(Records from a dataset)
◇ ◇ ◇ ◇ ◇
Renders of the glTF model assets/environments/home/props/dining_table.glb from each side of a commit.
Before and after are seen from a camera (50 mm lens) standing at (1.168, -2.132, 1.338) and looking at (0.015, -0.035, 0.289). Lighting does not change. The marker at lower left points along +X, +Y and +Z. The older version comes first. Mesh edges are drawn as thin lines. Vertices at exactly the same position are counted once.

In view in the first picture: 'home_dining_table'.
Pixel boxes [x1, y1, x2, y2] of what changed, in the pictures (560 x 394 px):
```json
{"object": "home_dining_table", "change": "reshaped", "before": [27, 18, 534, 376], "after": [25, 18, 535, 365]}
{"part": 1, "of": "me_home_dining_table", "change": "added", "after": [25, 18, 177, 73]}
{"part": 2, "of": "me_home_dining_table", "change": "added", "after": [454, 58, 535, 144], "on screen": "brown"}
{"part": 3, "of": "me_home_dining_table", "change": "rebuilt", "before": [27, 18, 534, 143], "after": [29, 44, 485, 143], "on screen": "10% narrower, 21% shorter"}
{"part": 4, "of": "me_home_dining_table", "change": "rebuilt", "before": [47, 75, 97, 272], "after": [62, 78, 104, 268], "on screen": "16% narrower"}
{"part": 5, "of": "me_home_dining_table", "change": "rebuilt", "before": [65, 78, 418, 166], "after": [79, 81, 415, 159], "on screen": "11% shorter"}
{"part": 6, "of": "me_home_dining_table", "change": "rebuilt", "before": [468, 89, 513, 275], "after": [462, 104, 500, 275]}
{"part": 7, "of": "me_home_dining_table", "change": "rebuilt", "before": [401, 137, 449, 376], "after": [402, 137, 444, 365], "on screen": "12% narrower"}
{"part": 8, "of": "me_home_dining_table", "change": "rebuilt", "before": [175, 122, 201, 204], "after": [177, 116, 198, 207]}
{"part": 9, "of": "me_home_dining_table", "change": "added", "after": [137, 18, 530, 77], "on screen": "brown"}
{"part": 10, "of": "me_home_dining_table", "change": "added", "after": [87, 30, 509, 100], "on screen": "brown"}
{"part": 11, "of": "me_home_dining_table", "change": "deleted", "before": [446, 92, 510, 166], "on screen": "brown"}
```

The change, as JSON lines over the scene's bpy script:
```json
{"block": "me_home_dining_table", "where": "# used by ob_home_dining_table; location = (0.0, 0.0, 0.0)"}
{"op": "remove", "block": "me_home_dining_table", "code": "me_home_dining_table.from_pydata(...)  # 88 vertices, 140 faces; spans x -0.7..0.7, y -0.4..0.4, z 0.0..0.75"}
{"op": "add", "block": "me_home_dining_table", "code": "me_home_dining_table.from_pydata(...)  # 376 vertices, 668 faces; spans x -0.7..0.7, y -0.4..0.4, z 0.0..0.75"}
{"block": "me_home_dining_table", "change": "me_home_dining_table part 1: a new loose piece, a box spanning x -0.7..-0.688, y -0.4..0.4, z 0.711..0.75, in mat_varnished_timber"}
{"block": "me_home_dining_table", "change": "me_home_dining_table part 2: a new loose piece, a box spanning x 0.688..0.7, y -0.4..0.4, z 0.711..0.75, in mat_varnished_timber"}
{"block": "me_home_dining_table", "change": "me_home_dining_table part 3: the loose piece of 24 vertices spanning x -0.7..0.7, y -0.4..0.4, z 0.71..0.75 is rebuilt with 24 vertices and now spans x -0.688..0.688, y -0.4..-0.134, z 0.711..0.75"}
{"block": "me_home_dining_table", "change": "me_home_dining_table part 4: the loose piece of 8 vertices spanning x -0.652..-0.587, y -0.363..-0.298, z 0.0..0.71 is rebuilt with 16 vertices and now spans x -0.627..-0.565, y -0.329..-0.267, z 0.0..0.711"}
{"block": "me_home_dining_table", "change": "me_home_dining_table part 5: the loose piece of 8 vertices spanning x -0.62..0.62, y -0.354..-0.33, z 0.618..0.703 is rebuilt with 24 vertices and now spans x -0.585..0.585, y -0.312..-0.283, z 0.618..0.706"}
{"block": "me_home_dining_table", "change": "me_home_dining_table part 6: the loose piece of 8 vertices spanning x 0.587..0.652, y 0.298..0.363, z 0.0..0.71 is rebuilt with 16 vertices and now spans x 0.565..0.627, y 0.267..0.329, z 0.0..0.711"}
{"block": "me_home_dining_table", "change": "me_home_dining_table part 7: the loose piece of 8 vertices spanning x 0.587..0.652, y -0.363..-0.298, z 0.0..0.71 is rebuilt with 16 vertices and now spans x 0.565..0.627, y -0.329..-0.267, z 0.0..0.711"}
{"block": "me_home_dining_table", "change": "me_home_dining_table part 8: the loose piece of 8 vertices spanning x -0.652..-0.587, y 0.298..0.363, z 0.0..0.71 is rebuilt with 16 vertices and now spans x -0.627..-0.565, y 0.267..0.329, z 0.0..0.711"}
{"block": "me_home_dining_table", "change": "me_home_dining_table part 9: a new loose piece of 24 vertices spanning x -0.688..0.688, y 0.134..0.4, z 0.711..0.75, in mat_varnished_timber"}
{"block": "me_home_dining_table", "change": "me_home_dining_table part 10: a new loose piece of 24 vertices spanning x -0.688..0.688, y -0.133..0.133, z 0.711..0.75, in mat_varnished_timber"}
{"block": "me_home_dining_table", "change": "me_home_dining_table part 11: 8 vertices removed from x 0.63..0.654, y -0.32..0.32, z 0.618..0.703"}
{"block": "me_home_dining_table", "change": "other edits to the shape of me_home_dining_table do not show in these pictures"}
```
◇ ◇ ◇ ◇ ◇
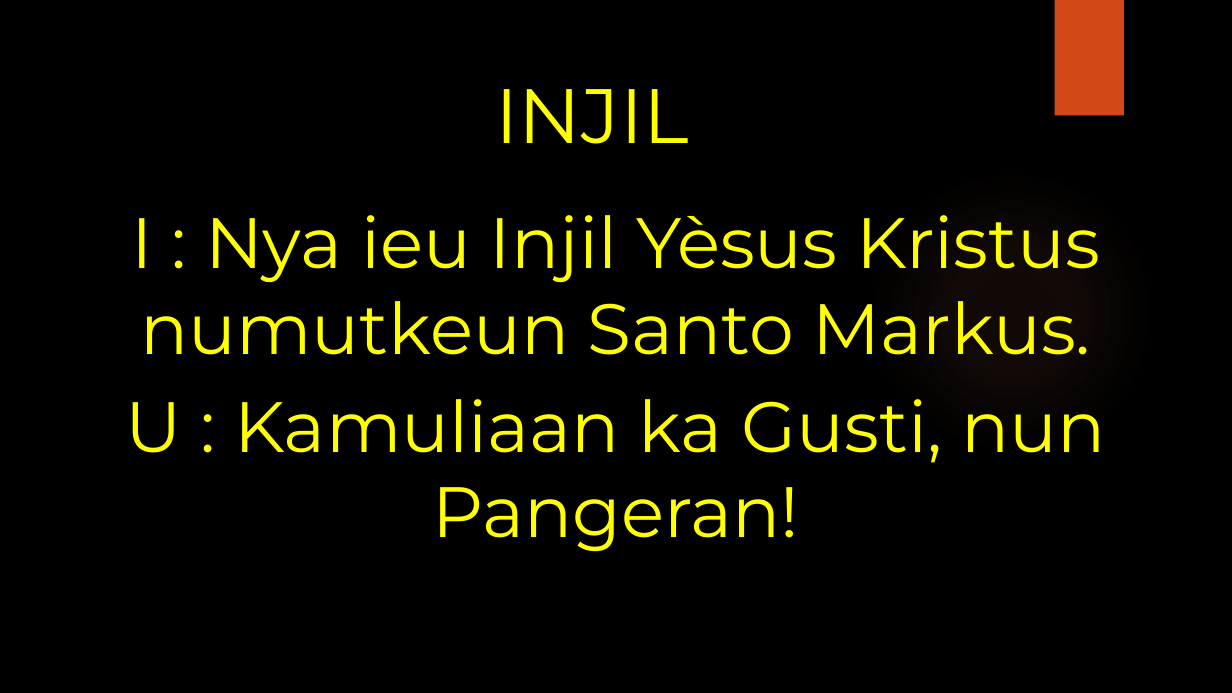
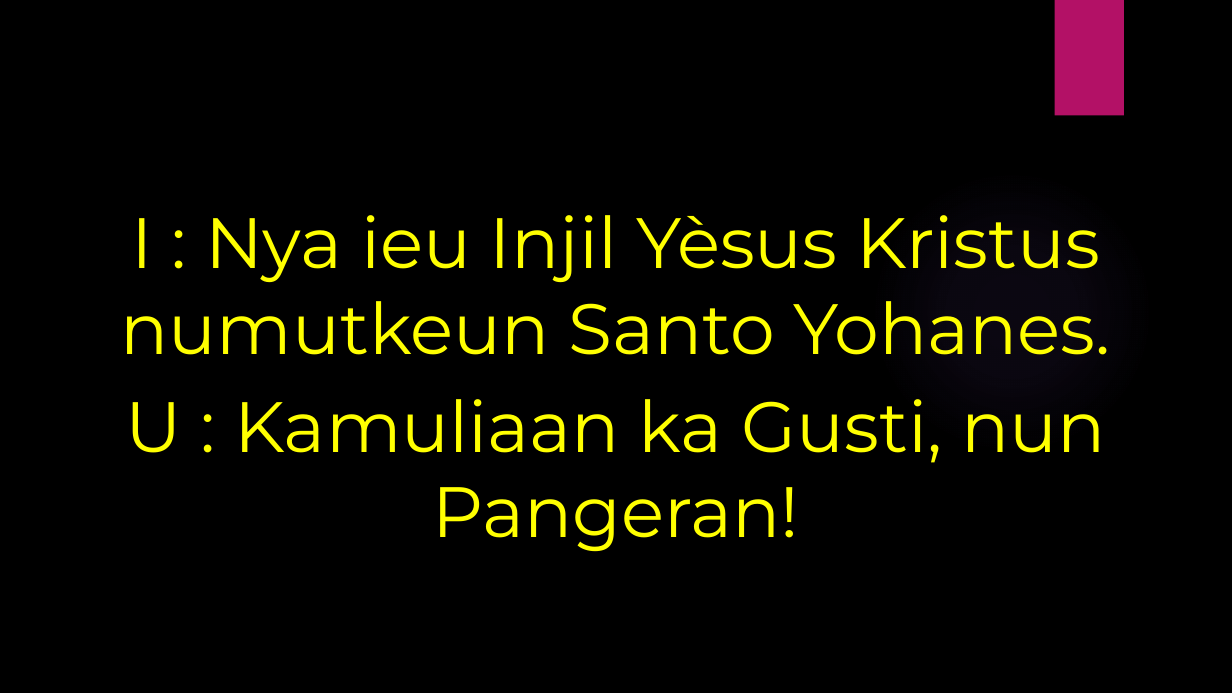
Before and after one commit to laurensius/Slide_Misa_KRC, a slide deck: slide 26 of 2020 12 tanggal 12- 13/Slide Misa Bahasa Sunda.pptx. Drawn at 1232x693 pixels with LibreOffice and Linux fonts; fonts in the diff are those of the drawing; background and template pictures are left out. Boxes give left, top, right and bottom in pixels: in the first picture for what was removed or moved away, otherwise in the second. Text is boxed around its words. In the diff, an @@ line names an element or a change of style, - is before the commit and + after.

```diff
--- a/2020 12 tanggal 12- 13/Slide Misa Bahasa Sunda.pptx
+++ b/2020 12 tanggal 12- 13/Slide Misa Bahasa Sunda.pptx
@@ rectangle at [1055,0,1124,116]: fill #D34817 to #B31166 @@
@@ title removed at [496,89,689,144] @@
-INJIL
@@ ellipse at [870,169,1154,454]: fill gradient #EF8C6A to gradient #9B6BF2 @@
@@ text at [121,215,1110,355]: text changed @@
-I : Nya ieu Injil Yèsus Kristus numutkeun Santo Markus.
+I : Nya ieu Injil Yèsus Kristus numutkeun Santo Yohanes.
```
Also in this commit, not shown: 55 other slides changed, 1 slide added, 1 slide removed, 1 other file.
◇ ◇ ◇ ◇ ◇
#### Problem to work on
With "tanggal" as the string to find, copy every line of the records that holds it.

#### Task output
Before and after one commit to laurensius/Slide_Misa_KRC, a slide deck: slide 26 of 2020 12 tanggal 12- 13/Slide Misa Bahasa Sunda.pptx. Drawn at 1232x693 pixels with LibreOffice and Linux fonts; fonts in the diff are those of the drawing; background and template pictures are left out. Boxes give left, top, right and bottom in pixels: in the first picture for what was removed or moved away, otherwise in the second. Text is boxed around its words. In the diff, an @@ line names an element or a change of style, - is before the commit and + after.
--- a/2020 12 tanggal 12- 13/Slide Misa Bahasa Sunda.pptx
+++ b/2020 12 tanggal 12- 13/Slide Misa Bahasa Sunda.pptx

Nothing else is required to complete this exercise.